What to work on: Repeat exactly the lines from the line containing "Binary file added: assets/Refresh.png" through the last line of the records below, inclusive, and nothing else.

Information shown Block Start

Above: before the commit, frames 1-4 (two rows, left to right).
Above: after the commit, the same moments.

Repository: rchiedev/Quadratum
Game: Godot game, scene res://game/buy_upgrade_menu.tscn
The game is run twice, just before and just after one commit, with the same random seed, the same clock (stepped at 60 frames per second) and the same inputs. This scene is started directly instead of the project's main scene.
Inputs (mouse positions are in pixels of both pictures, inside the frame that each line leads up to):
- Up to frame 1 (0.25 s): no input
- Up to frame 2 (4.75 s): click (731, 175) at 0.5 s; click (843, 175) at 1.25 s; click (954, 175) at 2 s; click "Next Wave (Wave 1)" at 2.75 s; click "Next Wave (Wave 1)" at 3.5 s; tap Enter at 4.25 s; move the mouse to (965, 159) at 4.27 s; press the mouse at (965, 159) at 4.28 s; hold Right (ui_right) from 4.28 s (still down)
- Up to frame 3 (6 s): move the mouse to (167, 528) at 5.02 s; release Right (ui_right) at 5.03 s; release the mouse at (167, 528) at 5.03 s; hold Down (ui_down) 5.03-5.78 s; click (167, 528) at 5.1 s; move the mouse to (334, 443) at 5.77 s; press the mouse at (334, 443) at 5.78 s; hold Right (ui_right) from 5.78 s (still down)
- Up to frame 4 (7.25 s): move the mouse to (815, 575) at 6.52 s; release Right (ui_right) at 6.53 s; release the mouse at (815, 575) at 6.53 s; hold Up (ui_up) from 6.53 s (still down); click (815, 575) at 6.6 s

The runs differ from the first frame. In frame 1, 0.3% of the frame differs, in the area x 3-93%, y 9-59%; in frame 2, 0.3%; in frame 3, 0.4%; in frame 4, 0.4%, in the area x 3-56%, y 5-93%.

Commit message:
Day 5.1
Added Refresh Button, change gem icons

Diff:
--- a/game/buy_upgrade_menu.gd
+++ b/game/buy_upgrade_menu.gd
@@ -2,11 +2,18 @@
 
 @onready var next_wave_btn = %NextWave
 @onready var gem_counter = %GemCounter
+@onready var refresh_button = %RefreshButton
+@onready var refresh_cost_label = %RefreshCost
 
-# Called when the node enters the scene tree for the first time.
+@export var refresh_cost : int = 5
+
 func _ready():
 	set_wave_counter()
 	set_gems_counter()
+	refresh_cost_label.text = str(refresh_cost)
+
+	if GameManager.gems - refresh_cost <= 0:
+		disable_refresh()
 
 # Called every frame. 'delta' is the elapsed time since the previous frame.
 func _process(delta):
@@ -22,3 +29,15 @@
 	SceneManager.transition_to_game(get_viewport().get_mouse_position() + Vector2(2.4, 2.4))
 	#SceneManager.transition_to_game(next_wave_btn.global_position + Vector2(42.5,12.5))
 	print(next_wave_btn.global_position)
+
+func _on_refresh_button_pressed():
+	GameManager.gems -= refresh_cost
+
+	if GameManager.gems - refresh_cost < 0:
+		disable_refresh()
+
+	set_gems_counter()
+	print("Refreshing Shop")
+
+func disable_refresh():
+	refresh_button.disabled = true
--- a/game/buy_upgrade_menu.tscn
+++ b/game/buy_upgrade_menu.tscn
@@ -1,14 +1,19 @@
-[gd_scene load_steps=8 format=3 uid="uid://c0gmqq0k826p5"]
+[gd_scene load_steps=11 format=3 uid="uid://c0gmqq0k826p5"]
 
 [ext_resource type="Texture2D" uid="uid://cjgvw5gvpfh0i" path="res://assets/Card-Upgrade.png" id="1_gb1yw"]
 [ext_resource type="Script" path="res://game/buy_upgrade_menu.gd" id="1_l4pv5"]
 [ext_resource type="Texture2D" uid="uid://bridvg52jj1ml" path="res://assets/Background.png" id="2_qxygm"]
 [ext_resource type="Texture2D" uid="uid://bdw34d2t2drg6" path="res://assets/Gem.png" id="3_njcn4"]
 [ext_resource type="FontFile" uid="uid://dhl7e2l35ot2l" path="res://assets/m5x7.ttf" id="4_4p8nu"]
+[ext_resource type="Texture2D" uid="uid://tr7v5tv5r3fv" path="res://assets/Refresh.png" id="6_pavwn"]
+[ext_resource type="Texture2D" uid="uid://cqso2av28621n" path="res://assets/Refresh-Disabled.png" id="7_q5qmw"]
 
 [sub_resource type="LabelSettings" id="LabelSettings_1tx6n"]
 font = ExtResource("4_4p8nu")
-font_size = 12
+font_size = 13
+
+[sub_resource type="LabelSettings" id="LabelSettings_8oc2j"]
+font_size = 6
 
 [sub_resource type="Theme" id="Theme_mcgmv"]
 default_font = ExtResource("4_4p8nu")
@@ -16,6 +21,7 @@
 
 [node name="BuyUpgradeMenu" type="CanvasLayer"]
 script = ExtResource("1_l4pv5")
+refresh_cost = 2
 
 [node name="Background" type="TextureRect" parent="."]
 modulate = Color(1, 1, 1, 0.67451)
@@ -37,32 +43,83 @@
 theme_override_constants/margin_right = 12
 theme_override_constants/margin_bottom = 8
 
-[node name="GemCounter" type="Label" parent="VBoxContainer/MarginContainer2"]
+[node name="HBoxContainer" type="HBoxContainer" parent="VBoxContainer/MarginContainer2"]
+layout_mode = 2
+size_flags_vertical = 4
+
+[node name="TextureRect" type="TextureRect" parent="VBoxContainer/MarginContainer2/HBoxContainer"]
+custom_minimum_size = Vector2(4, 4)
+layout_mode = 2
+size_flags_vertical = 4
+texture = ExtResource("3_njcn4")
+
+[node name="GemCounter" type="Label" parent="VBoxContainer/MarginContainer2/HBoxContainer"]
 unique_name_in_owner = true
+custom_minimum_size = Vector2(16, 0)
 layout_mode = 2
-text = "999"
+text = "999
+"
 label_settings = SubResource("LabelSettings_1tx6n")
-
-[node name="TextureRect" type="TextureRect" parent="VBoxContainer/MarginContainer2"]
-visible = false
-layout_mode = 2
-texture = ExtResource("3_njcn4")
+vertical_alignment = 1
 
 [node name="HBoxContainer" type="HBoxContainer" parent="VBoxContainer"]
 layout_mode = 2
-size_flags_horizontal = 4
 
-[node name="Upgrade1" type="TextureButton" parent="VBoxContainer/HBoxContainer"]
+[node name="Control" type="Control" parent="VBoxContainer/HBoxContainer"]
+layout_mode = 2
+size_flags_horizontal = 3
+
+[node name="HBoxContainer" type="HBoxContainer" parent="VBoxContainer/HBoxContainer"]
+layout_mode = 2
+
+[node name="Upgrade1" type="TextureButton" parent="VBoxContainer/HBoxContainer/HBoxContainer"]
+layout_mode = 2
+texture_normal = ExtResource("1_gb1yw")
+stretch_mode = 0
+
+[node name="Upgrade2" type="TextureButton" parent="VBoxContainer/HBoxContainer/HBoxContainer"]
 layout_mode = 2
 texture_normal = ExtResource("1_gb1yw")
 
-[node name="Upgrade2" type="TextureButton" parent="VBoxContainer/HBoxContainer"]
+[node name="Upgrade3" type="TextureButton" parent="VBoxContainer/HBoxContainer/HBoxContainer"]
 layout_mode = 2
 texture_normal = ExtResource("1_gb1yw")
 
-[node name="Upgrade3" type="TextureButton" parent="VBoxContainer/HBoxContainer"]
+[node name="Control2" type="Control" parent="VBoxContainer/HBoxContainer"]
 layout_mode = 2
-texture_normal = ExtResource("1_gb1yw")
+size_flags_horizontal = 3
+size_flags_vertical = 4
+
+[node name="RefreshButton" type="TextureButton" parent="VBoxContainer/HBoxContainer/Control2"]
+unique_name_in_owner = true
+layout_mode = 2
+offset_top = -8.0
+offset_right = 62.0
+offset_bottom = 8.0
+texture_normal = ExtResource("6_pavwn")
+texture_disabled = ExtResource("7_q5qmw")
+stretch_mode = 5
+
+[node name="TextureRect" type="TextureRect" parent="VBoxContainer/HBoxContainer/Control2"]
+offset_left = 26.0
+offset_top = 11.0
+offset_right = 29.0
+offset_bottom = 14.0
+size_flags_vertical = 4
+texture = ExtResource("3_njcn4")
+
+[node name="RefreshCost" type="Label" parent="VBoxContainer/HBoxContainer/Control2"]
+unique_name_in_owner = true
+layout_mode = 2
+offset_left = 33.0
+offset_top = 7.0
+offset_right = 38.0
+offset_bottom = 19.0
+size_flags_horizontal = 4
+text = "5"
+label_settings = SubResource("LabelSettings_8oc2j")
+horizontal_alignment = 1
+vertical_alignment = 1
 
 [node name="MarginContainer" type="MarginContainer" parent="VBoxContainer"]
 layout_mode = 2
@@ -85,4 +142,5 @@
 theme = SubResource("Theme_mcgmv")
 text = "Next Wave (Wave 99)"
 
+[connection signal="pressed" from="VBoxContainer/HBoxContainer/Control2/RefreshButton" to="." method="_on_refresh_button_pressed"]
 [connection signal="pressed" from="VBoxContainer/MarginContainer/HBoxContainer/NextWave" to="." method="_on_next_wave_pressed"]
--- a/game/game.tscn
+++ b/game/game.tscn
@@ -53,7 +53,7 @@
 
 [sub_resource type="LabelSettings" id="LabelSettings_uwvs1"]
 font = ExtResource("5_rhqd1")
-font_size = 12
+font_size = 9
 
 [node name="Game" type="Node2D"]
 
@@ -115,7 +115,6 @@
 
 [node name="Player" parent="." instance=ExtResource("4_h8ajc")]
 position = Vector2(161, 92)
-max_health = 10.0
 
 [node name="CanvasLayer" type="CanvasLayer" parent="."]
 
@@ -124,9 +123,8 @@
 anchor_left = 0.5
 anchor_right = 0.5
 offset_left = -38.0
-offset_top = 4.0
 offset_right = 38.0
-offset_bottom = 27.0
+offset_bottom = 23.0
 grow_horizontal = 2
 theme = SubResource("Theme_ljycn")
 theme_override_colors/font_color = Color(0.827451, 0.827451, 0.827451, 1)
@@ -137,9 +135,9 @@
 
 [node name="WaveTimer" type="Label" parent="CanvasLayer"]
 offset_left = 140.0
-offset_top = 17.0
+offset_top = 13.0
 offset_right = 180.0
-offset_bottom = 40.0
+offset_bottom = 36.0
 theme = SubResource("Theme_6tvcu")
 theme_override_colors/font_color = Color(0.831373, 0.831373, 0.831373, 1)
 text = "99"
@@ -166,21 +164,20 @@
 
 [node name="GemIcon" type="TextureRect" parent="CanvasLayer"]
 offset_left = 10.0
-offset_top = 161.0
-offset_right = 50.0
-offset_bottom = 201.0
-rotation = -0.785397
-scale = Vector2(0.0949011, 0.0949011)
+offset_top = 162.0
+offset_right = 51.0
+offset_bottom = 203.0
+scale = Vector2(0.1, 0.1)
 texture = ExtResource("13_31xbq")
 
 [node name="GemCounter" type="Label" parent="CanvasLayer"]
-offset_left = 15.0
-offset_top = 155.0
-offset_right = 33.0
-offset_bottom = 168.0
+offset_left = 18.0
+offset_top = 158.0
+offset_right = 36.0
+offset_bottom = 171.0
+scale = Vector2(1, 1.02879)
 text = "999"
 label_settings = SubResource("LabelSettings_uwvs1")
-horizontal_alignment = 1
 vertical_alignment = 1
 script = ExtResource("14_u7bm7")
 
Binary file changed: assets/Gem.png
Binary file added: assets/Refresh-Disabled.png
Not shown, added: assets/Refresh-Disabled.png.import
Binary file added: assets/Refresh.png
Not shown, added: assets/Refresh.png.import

Information shown Block End

Task solution:
Binary file added: assets/Refresh.png
Not shown, added: assets/Refresh.png.import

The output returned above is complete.